3.) Make sure you have the connector closest to the priming bulb connect closest to the tank the other end to the motor. (Don't laugh we have all screwed up and put it the other way) There should be writing or an arrow point the direction the fuel should flow. Pump the bulb up until is nice and firm or close to. Look for leaking from motor connector, fuel pump, and carb. When you pump up the fuel bulb, you are introducing positive pressure into the fuel system. (Make sure you vent the tank with the vent cap)

(please make sure you have it in a barrel, tank or on the boat in water)

If you get your motor started and the motor goes to die, pump your primer bulb on your fuel line.

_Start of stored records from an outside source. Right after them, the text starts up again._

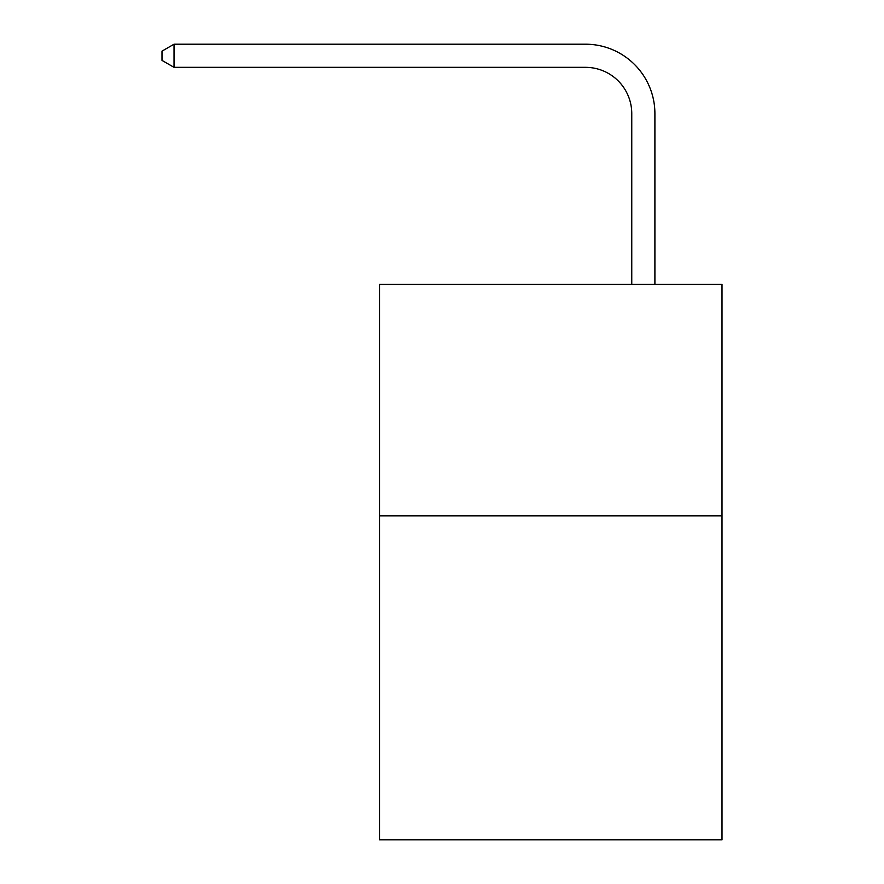 <?xml version="1.0" encoding="UTF-8"?>
<svg xmlns="http://www.w3.org/2000/svg" width="884" height="884" viewBox="0 0 884 884"><rect width="100%" height="100%" fill="white"/><g stroke="black" fill="none" stroke-linecap="round" stroke-linejoin="round"><path stroke-width="1.33" d="M722.007 515.825L722.007 839.8L379.523 839.8L379.523 284.405L722.007 284.405L722.007 515.825L379.523 515.825M631.762 284.405L631.762 113.627A46.277 46.277 79.5 0 0 585.473 67.339L174.026 67.339L161.993 60.399L161.993 51.139L174.026 44.2L585.473 44.2A69.427 69.427 -51.5 0 1 654.9 113.627L654.9 284.405M631.762 113.627A46.277 46.277 128.5 0 0 585.473 67.339A46.277 46.277 128.5 0 1 631.762 113.627A46.277 46.277 128.5 0 0 585.473 67.339A46.277 46.277 128.5 0 1 631.762 113.627A46.277 46.277 128.5 0 0 585.473 67.339A46.277 46.277 128.5 0 1 631.762 113.627A46.277 46.277 128.5 0 0 585.473 67.339A46.277 46.277 128.5 0 1 631.762 113.627A46.277 46.277 128.5 0 0 585.473 67.339A46.277 46.277 128.5 0 1 631.762 113.627A46.277 46.277 128.5 0 0 585.473 67.339A46.277 46.277 128.5 0 1 631.762 113.627A46.277 46.277 128.5 0 0 585.473 67.339A46.277 46.277 128.5 0 1 631.762 113.627A46.277 46.277 128.5 0 0 585.473 67.339A46.277 46.277 128.5 0 1 631.762 113.627A46.277 46.277 128.5 0 0 585.473 67.339A46.277 46.277 128.5 0 1 631.762 113.627A46.277 46.277 128.5 0 0 585.473 67.339A46.277 46.277 128.5 0 1 631.762 113.627A46.277 46.277 128.5 0 0 585.473 67.339A46.277 46.277 128.5 0 1 631.762 113.627A46.277 46.277 128.5 0 0 585.473 67.339A46.277 46.277 128.5 0 1 631.762 113.627A46.277 46.277 128.5 0 0 585.473 67.339A46.277 46.277 128.5 0 1 631.762 113.627A46.277 46.277 128.5 0 0 585.473 67.339A46.277 46.277 128.5 0 1 631.762 113.627A46.277 46.277 128.5 0 0 585.473 67.339A46.277 46.277 128.5 0 1 631.762 113.627A46.277 46.277 128.5 0 0 585.473 67.339A46.277 46.277 128.5 0 1 631.762 113.627A46.277 46.277 128.5 0 0 585.473 67.339A46.277 46.277 128.5 0 1 631.762 113.627A46.277 46.277 128.5 0 0 585.473 67.339A46.277 46.277 128.5 0 1 631.762 113.627A46.277 46.277 128.5 0 0 585.473 67.339A46.277 46.277 128.5 0 1 631.762 113.627A46.277 46.277 128.5 0 0 585.473 67.339A46.277 46.277 128.5 0 1 631.762 113.627A46.277 46.277 128.5 0 0 585.473 67.339A46.277 46.277 128.5 0 1 631.762 113.627A46.277 46.277 128.5 0 0 585.473 67.339A46.277 46.277 128.5 0 1 631.762 113.627A46.277 46.277 128.5 0 0 585.473 67.339A46.277 46.277 128.5 0 1 631.762 113.627A46.277 46.277 128.5 0 0 585.473 67.339A46.277 46.277 128.5 0 1 631.762 113.627A46.277 46.277 128.5 0 0 585.473 67.339A46.277 46.277 128.5 0 1 631.762 113.627A46.277 46.277 128.5 0 0 585.473 67.339A46.277 46.277 128.5 0 1 631.762 113.627A46.277 46.277 128.5 0 0 585.473 67.339A46.277 46.277 128.5 0 1 631.762 113.627A46.277 46.277 128.5 0 0 585.473 67.339A46.277 46.277 128.5 0 1 631.762 113.627A46.277 46.277 128.5 0 0 585.473 67.339A46.277 46.277 128.5 0 1 631.762 113.627A46.277 46.277 128.5 0 0 585.473 67.339A46.277 46.277 128.5 0 1 631.762 113.627A46.277 46.277 128.5 0 0 585.473 67.339A46.277 46.277 128.5 0 1 631.762 113.627A46.277 46.277 128.5 0 0 585.473 67.339A46.277 46.277 128.5 0 1 631.762 113.627A46.277 46.277 128.5 0 0 585.473 67.339A46.277 46.277 128.5 0 1 631.762 113.627A46.277 46.277 128.5 0 0 585.473 67.339A46.277 46.277 128.5 0 1 631.762 113.627M174.026 67.339L174.026 44.2L585.473 44.2"/></g></svg>
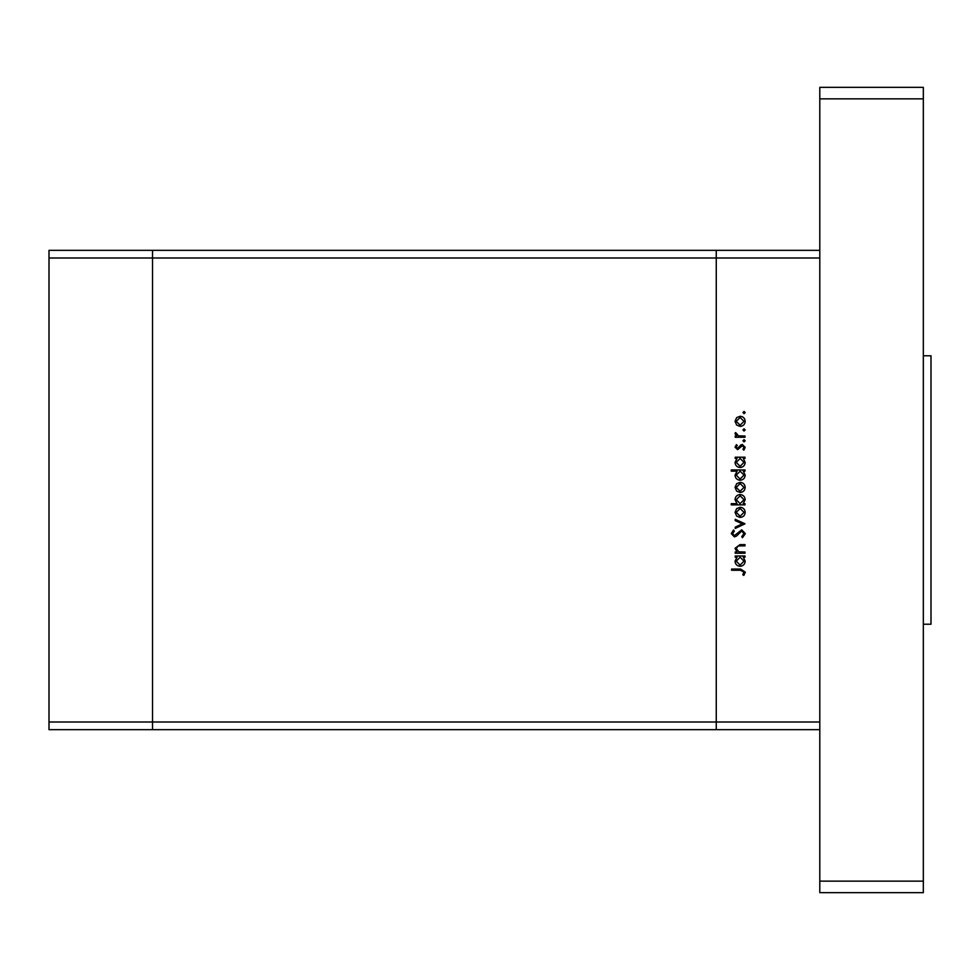 <?xml version="1.0" encoding="UTF-8"?>
<svg xmlns="http://www.w3.org/2000/svg" width="980" height="980" viewBox="0 0 980 980"><rect width="100%" height="100%" fill="white"/><g stroke="black" fill="none" stroke-linecap="round" stroke-linejoin="round"><path stroke-width="1.47" d="M819.795 729.671L716.258 729.671L716.258 722.003L716.258 729.671L152.537 729.671L152.537 250.329L49 250.329L49 729.671L152.537 729.671L152.537 257.997L49 257.997M819.795 250.329L152.537 250.329L152.537 257.997L716.258 257.997L716.258 250.329L716.258 257.997L819.795 257.997L819.795 722.003L716.258 722.003L716.258 257.997L716.258 722.003L49 722.003M745.008 552.022L745.008 553.222L735.208 553.222L735.208 552.022L736.972 552.022L735.037 548.286L739.998 544.623L745.008 544.623L745.008 545.823L738.173 545.97L736.237 548.494L738.834 551.838L745.008 552.022M741.725 529.825L745.351 533.659L742.423 537.738L741.75 536.599L743.979 533.659L741.701 531.025L736.421 536.134L734.375 536.881L731.252 533.573L733.518 529.996L734.339 531.087L732.624 533.708L734.326 535.668L741.725 529.825M745.008 523.798L735.208 528.441L735.208 527.142L742.35 523.884L735.208 520.625L735.208 519.327L745.008 523.798M740.133 517.428L736.654 516.093L735.037 512.356L736.654 508.62L740.133 507.285C743.244 507.567 744.923 509.257 745.18 512.356C744.935 515.456 743.244 517.146 740.133 517.428M740.133 492.487L736.654 491.139L735.037 487.403L736.654 483.679L740.133 482.332C743.244 482.613 744.923 484.304 745.18 487.403C744.935 490.502 743.244 492.193 740.133 492.487M737.021 458.407L735.208 458.407L735.208 457.207L745.008 457.207L745.008 458.407L743.318 458.407L745.18 462.413C744.898 465.537 743.195 467.24 740.084 467.534C736.985 467.215 735.306 465.488 735.037 462.376L737.021 458.407M745.18 412.555L744.065 413.67L742.95 412.555L744.065 411.441L745.18 412.555M740.133 426.41L736.654 425.063L735.037 421.327L736.654 417.603L740.133 416.255C743.244 416.537 744.923 418.227 745.18 421.327C744.935 424.426 743.244 426.116 740.133 426.41M745.18 429.938L744.065 431.053L742.95 429.938L744.065 428.811L745.18 429.938M745.008 436.039L745.008 437.252L735.208 437.252L735.208 436.039L736.654 436.039L735.037 433.65L735.367 432.596L736.409 433.258L738.357 435.83L745.008 436.039M745.18 440.78L744.065 441.894L742.95 440.78L744.065 439.653L745.18 440.78M737.609 449.636L735.037 447.162L736.433 444.651L737.266 445.459L736.237 447.162L737.56 448.436L740.831 444.932L742.35 444.479L745.18 447.346L743.857 450.151L742.95 449.355L743.979 447.407L742.399 445.68L737.609 449.636M737.107 471.147L731.252 471.147L731.252 469.947L745.008 469.947L745.008 471.147L743.318 471.147L745.18 475.153C744.898 478.265 743.195 479.98 740.084 480.261C736.985 479.943 735.306 478.228 735.037 475.116L737.107 471.147M743.195 503.671L745.008 503.671L745.008 504.872L731.252 504.872L731.252 503.671L736.985 503.671L735.037 499.665C735.319 496.554 737.021 494.839 740.133 494.545C743.232 494.863 744.91 496.591 745.18 499.702L743.195 503.671M737.021 557.179L735.208 557.179L735.208 555.979L745.008 555.979L745.008 557.179L743.318 557.179L745.18 561.185C744.898 564.309 743.195 566.011 740.084 566.305C736.985 565.975 735.306 564.26 735.037 561.148L737.021 557.179M743.979 572.124L740.525 570.262L731.595 570.262L731.595 569.062L740.66 569.062L745.351 572.185L743.808 575.419L742.779 574.709L743.979 572.124M740.145 417.455L736.237 421.327L740.145 425.198L743.979 421.327L740.145 417.455M740.133 458.407L736.237 462.364L740.096 466.333L743.979 462.376L740.133 458.407M740.133 471.147L736.237 475.104L740.096 479.061L743.979 475.104L740.133 471.147M740.145 483.532L736.237 487.403L740.145 491.274L743.979 487.403L740.145 483.532M740.096 503.671L743.979 499.714L740.133 495.758L736.237 499.702L740.096 503.671M740.145 508.485L736.237 512.356L740.145 516.227L743.979 512.356L740.145 508.485M740.133 557.179L736.237 561.136L740.096 565.093L743.979 561.148L740.133 557.179M923.332 355.777L931 355.777L931 624.223L923.332 624.223M923.332 87.343L923.332 892.658L819.795 892.658L819.795 87.343L923.332 87.343M923.332 98.858L819.795 98.858M923.332 881.143L819.795 881.143"/></g></svg>
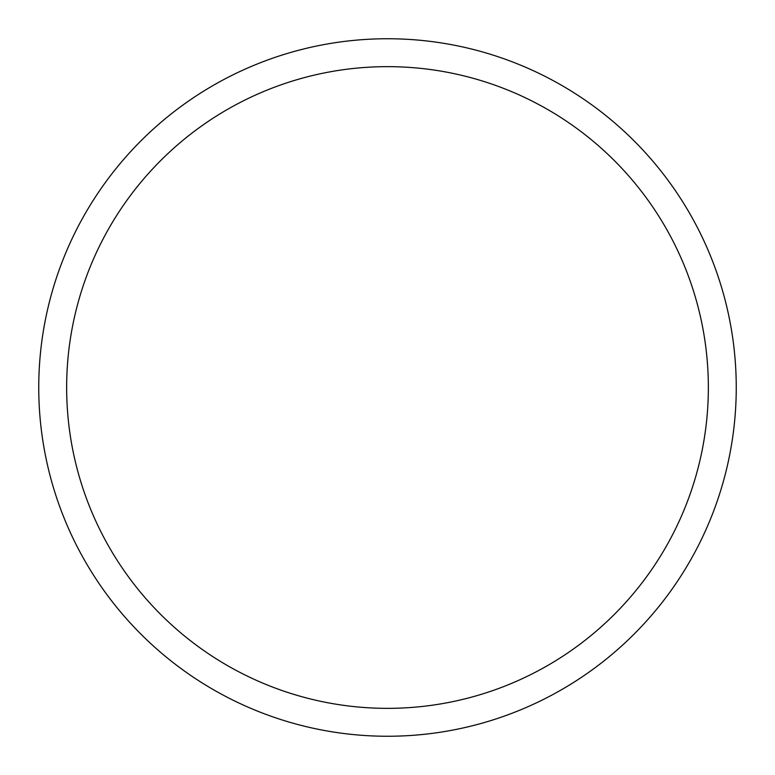 <?xml version="1.0" encoding="UTF-8"?>
<svg xmlns="http://www.w3.org/2000/svg" width="775" height="775" viewBox="0 0 775 775"><rect width="100%" height="100%" fill="white"/><g stroke="black" fill="none" stroke-linecap="round" stroke-linejoin="round"><path stroke-width="1.16" d="M736.25 387.5A348.75 348.75 0 0 0 387.5 38.75A348.75 348.75 0 0 0 38.75 387.5A348.75 348.75 0 0 0 387.5 736.25A348.75 348.75 0 0 0 736.25 387.5M708.35 387.5A320.85 320.85 0 0 0 387.5 66.65A320.85 320.85 0 0 0 66.65 387.5A320.85 320.85 0 0 0 387.5 708.35A320.85 320.85 0 0 0 708.35 387.5"/></g></svg>

If this improves running or keeps it running then you may have a bad fuel pump.

You will need a new carb kit. (part number = 382048)

Here is place that has an electronic diagram for your motor and you can purchase parts. You can also go to local Evinrude/Johnson dealer as well.

https://www.marineengine.com/parts/johnson-evinrude-parts.php?year=1972&hp=9.5&model=9R72M


Well, let us know what you find and we can go from there!! I have 3 of those buggers :lol:


----------



## Trinity (Jul 5, 2011)

Thanks for your help cajuncook1. I was using fuel and oil from my gas tank straight to my carb to get it to fire, sorry I was not more specific.

1.)	Is this motor new to you and has it run well since you have had it?

Answer- This motor had ran well for me before this. I even took her to a shop to get her tuned up and got hit in the pocket hard. That is why I am doing the work myself this time, it was running better before they touched it. They replace the water pump and rebuilt the carb. 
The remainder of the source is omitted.